- **What you need to do**
Could you copy every entry exactly, dropping the pictures?

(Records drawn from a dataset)
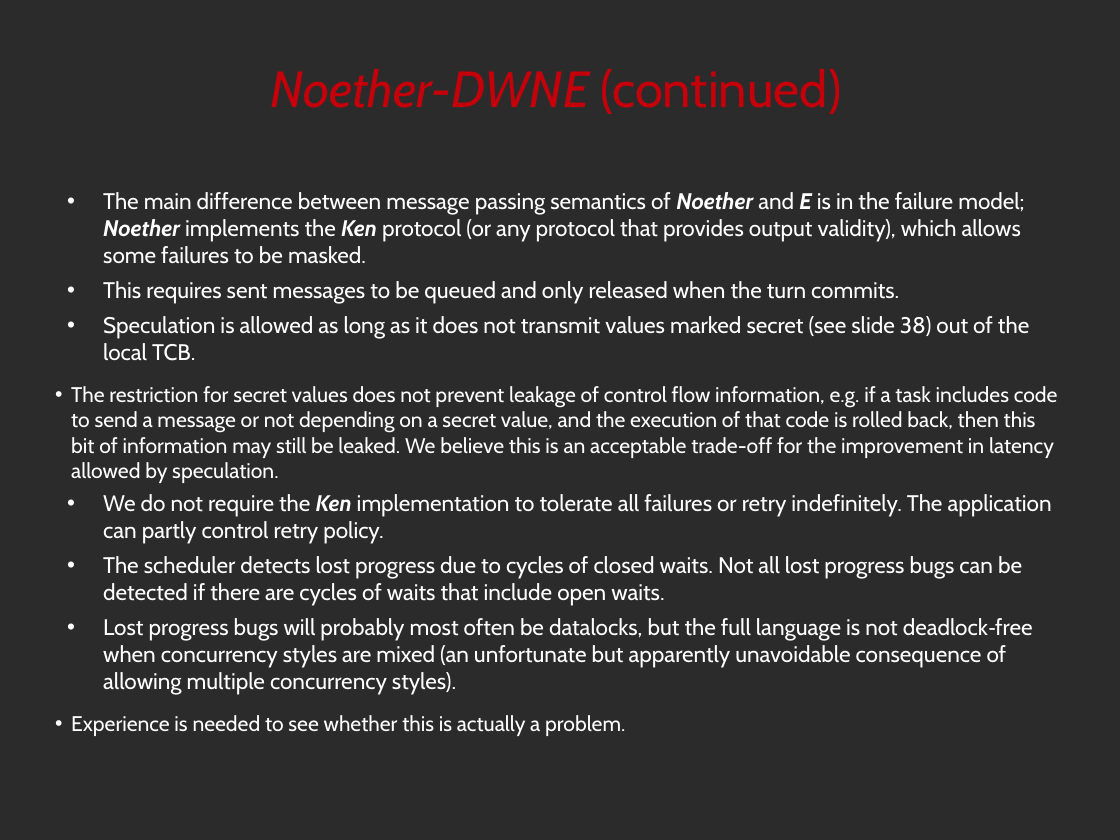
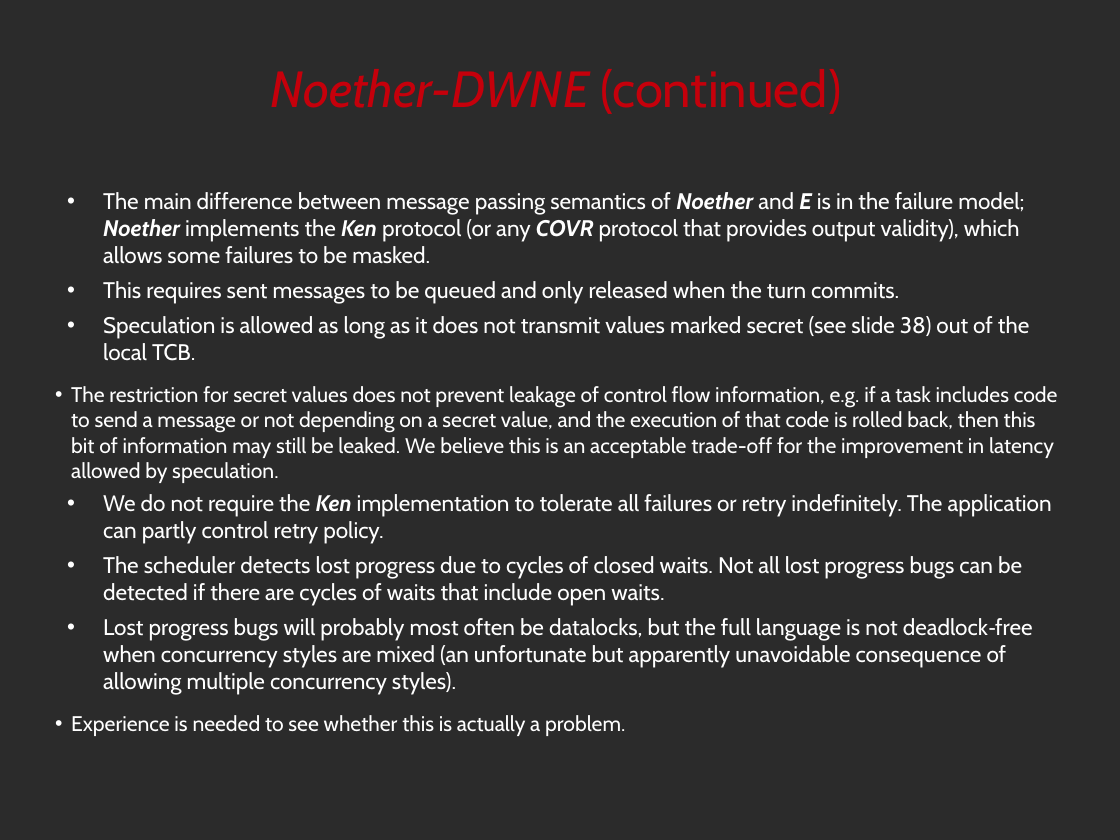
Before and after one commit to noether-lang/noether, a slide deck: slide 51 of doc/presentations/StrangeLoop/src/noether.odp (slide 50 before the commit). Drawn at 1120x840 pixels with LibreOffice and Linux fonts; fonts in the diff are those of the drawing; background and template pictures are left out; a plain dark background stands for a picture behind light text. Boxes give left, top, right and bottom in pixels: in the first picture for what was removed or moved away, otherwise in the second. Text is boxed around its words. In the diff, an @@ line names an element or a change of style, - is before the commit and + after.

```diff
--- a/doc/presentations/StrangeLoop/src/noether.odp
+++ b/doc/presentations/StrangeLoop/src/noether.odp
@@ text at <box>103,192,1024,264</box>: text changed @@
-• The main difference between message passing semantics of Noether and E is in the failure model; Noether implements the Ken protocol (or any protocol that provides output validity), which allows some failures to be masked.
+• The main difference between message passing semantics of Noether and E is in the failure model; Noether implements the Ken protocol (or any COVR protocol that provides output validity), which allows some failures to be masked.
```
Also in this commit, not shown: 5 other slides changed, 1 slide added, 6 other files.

- **Exercise result**
Before and after one commit to noether-lang/noether, a slide deck: slide 51 of doc/presentations/StrangeLoop/src/noether.odp (slide 50 before the commit). Drawn at 1120x840 pixels with LibreOffice and Linux fonts; fonts in the diff are those of the drawing; background and template pictures are left out; a plain dark background stands for a picture behind light text. Boxes give left, top, right and bottom in pixels: in the first picture for what was removed or moved away, otherwise in the second. Text is boxed around its words. In the diff, an @@ line names an element or a change of style, - is before the commit and + after.

```diff
--- a/doc/presentations/StrangeLoop/src/noether.odp
+++ b/doc/presentations/StrangeLoop/src/noether.odp
@@ text at <box>103,192,1024,264</box>: text changed @@
-• The main difference between message passing semantics of Noether and E is in the failure model; Noether implements the Ken protocol (or any protocol that provides output validity), which allows some failures to be masked.
+• The main difference between message passing semantics of Noether and E is in the failure model; Noether implements the Ken protocol (or any COVR protocol that provides output validity), which allows some failures to be masked.
```
Also in this commit, not shown: 5 other slides changed, 1 slide added, 6 other files.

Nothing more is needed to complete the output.